As my rape culture post has circulated on Medium, and the conversation has continued, I’ve found myself annoyed. The men who are talking, nearly invariably, debate. They argue the definition of consent, they argue the definition of rape, they tell me I’m being too hard on myself and others, they worry about the definition of rape being too broad, they dominate the conversations with their resistance, their confusion, and their privilege.
Not all. Most. Overwhelmingly most.
I’ve found myself seeing patriarchy, seeing questioning as confrontation, seeing a culture who does not want to give up its rape not wanting to give up its rape. I’ve found myself caught between wanting to be heard by the power population who has the most weight to throw around, and being utterly fucking exhausted by including them.
More than a few times I’ve caught myself demonizing a friend in my head because they are a man who is asking me to clarify myself. And more than a few times I’ve responded internally to the support and the bravery of women who identify with what I’ve said, claiming their own rape culture transgressions and vowing to cease them, with ‘why the fuck aren’t more men doing this?’.
Especially when I know, personally, multiple men who I strongly, strongly suspect relate with my stance on this issue, and aren’t speaking up. *Yes I’m looking at you.*
I think one reason more men aren’t coming forward in support of this idea is that it’s unbelievably tricky for men to voluntarily be accountable for violence. Of any kind, but especially of this kind.
When, in my life, I’ve taken accountability for being an abuser, for being violent, and now for being a rapist, I’ve overwhelmingly been called a fucking superhero. Though I feel a bit like I’m flapping in the wind and it’s not even close to easy to be putting myself out there the way that I am, in this way, I have it easy here, and I know it.

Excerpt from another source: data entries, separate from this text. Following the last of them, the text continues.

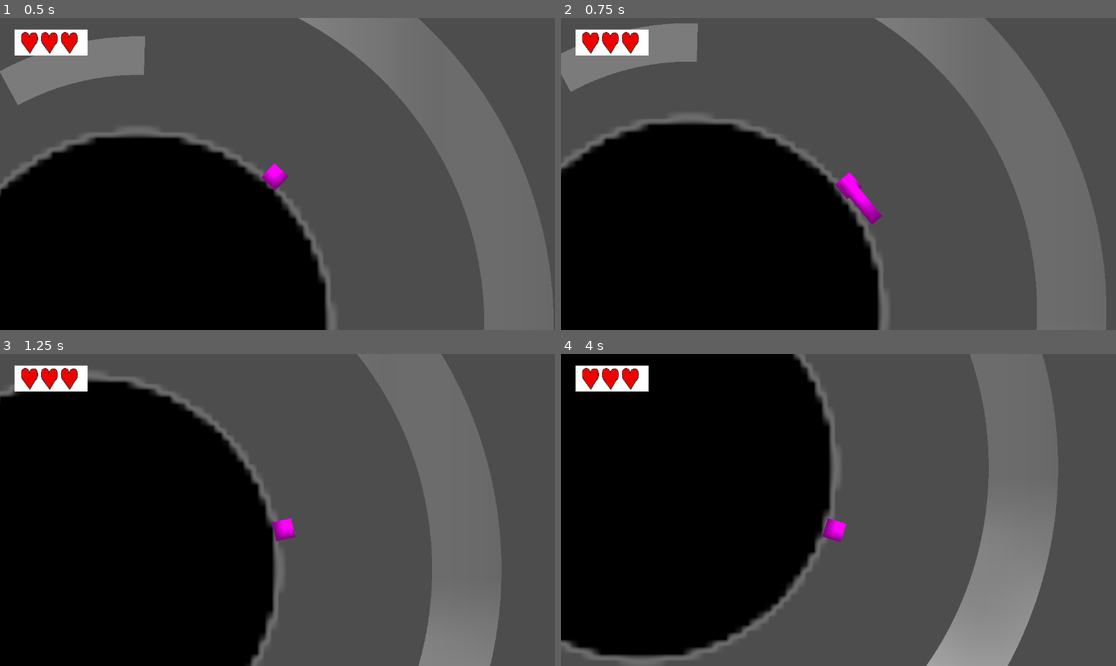
Above: before the commit, frames 1-4 (two rows, left to right).
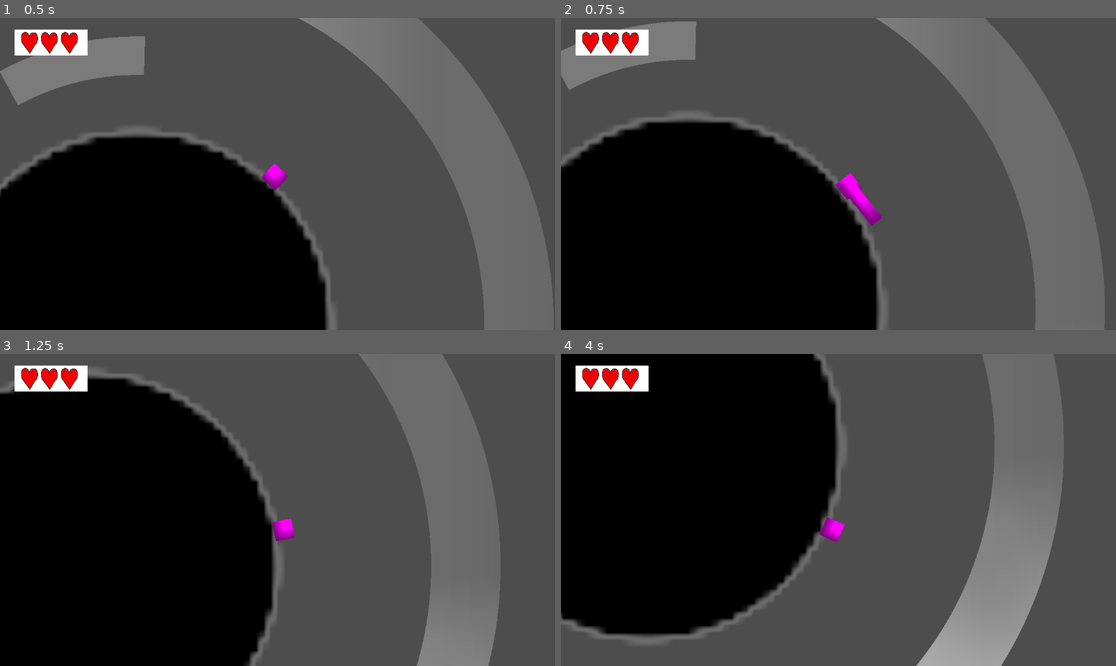
Above: after the commit, the same moments.

Repository: Juropolis/Space-Game
Game: Godot game, scene res://Main.tscn
The game is run twice, just before and just after one commit, with the same random seed, the same clock (stepped at 60 frames per second) and the same inputs.
Inputs:
- Up to frame 1 (0.5 s): no input
- Up to frame 2 (0.75 s): hold D (right) from 0.53 s (still down); tap I (basic_attack) at 0.6 s
- Up to frame 3 (1.25 s): keep holding D (right); tap Up (jump) at 0.77 s
- Up to frame 4 (4 s): tap I (basic_attack) at 1.35, 2.3, 2.85, 3.6 s; tap Up (jump) at 1.52, 3.02, 3.77 s; release D (right) at 2.03 s; hold A (left) 2.03-2.78 s; tap H (dash) at 2.1 s; hold D (right) from 2.78 s (still down)

Frame 1 is identical in both runs. In frame 2, 1.3% of the frame differs, in the area x 0-99%, y 0-100%; in frame 3, 1.0%; in frame 4, 6.8%, in the area x 0-91%, y 0-100%.

Commit message:
Made an attack class
Made a general attack class and made the players attack extend from it

Parent of an attack will always need facing however so keep this in mind if there are future errors

Diff:
--- a/Player.tscn
+++ b/Player.tscn
@@ -89,9 +89,6 @@
 
 [node name="BasicAttack" parent="." unique_id=1595727284 instance=ExtResource("6_tdg3f")]
 
-[node name="CollisionShape2D" parent="BasicAttack/Hitbox" parent_id_path=PackedInt32Array(1595727284, 1584378063) index="0" unique_id=1905624056]
-position = Vector2(0, 0)
-
 [connection signal="area_entered" from="GravityDetector" to="." method="_on_gravity_detector_area_entered"]
 [connection signal="area_exited" from="GravityDetector" to="." method="_on_gravity_detector_area_exited"]
 
--- a/PlayerScript.gd
+++ b/PlayerScript.gd
@@ -11,7 +11,7 @@
 const JUMP_MULTIPLIER = 0.8
 const DASH_SPEED = 400.0
 const DASH_DECELERATION = 2200
-const WALK_ACCELERATION = 2000
+const WALK_ACCELERATION = 3000
 const DASH_CHAIN_WINDOW = 0.20
 
 #Times
--- /dev/null
+++ b/attack.gd
@@ -0,0 +1,41 @@
+extends Node2D
+class_name Attack
+
+var attack_damage = 1
+@onready var parent = get_parent()
+@onready var hitbox = $Hitbox
+
+func start_attack():
+	hitbox.set_attacker(parent)
+	hitbox.new_attack()
+	hitbox.set_multi_hit(false)
+	hitbox.damage = attack_damage
+	visible = true
+	hitbox.monitoring = true
+	update_direction()
+
+func end_attack():
+	visible = false
+	hitbox.monitoring = false
+
+func update_direction():
+	# Updates position
+	position.x = abs(position.x) * parent.facing
+	# Flips sprite
+	scale.x = parent.facing
+
+# Called when the node enters the scene tree for the first time.
+func _ready() -> void:
+	# Hides attack
+	visible = false
+	# Turns off collisions
+	hitbox.monitoring = false
+
+func set_damage(damage):
+	attack_damage = damage
+
+
+
+# Called every frame. 'delta' is the elapsed time since the previous frame.
+func _process(delta: float) -> void:
+	pass
--- a/basic_attack.gd
+++ b/basic_attack.gd
@@ -1,36 +1,11 @@
-extends Node2D
+extends Attack
 
-var ATTACK_DAMAGE = 10
-@onready var player = get_parent()
-@onready var hitbox = $Hitbox
 
-func start_attack():
-	hitbox.set_attacker(player)
-	hitbox.new_attack()
-	hitbox.set_multi_hit(false)
-	hitbox.damage = ATTACK_DAMAGE
-	visible = true
-	hitbox.monitoring = true
-	update_direction()
-	print("attack placeholder")
-
-func end_attack():
-	visible = false
-	hitbox.monitoring = false
-
-func update_direction():
-	# Updates position
-	position.x = abs(position.x) * player.facing
-	# Flips sprite
-	scale.x = player.facing
 
 # Called when the node enters the scene tree for the first time.
 func _ready() -> void:
-	hitbox.set_attacker(player)
-	# Hides attack
-	visible = false
-	# Turns off collisions
-	hitbox.monitoring = false
+	super._ready()
+	set_damage(10)
 
 
 # Called every frame. 'delta' is the elapsed time since the previous frame.
Not shown, added: attack.gd.uid

I have rarely seen that happen for men who have done so, or more to the point, who are struggling to do so and are stumbling through it. I think it’s important to weigh this, as we move through this conversation. To consider that, in our culture, it is more ok for us as women to stumble through taking ownership of our violence.
Yes, we are discussing an indoctrinated violence that begat violence that was perpetuated by patriarchy and we are part of a rape culture which severely effects us as women. In the existence of rape culture, it is men who have the privilege. When I see women taking this on and speaking out about newly seeing themselves as having raped others, part of me is scowling. Why the fuck is it that the underprivileged rape culture population is the one that seems to be showing the most contrition for the existence of it in ourselves?
Well, I wonder if it’s in part because in transforming views on rape culture by blowing the lid off of its pervasiveness and paving the way for a different view of common behaviors by calling ourselves out for having them, it’s us that actually has some privilege.
I wonder if, actually, in the cause of exposing how pervasive rape culture is in our lives, and how much of a HUMAN issue it is, I just really wonder right now if we as women, with our vulnerability and courage, are in fact the ones who have the most weight to throw around to tip this god damn thing over.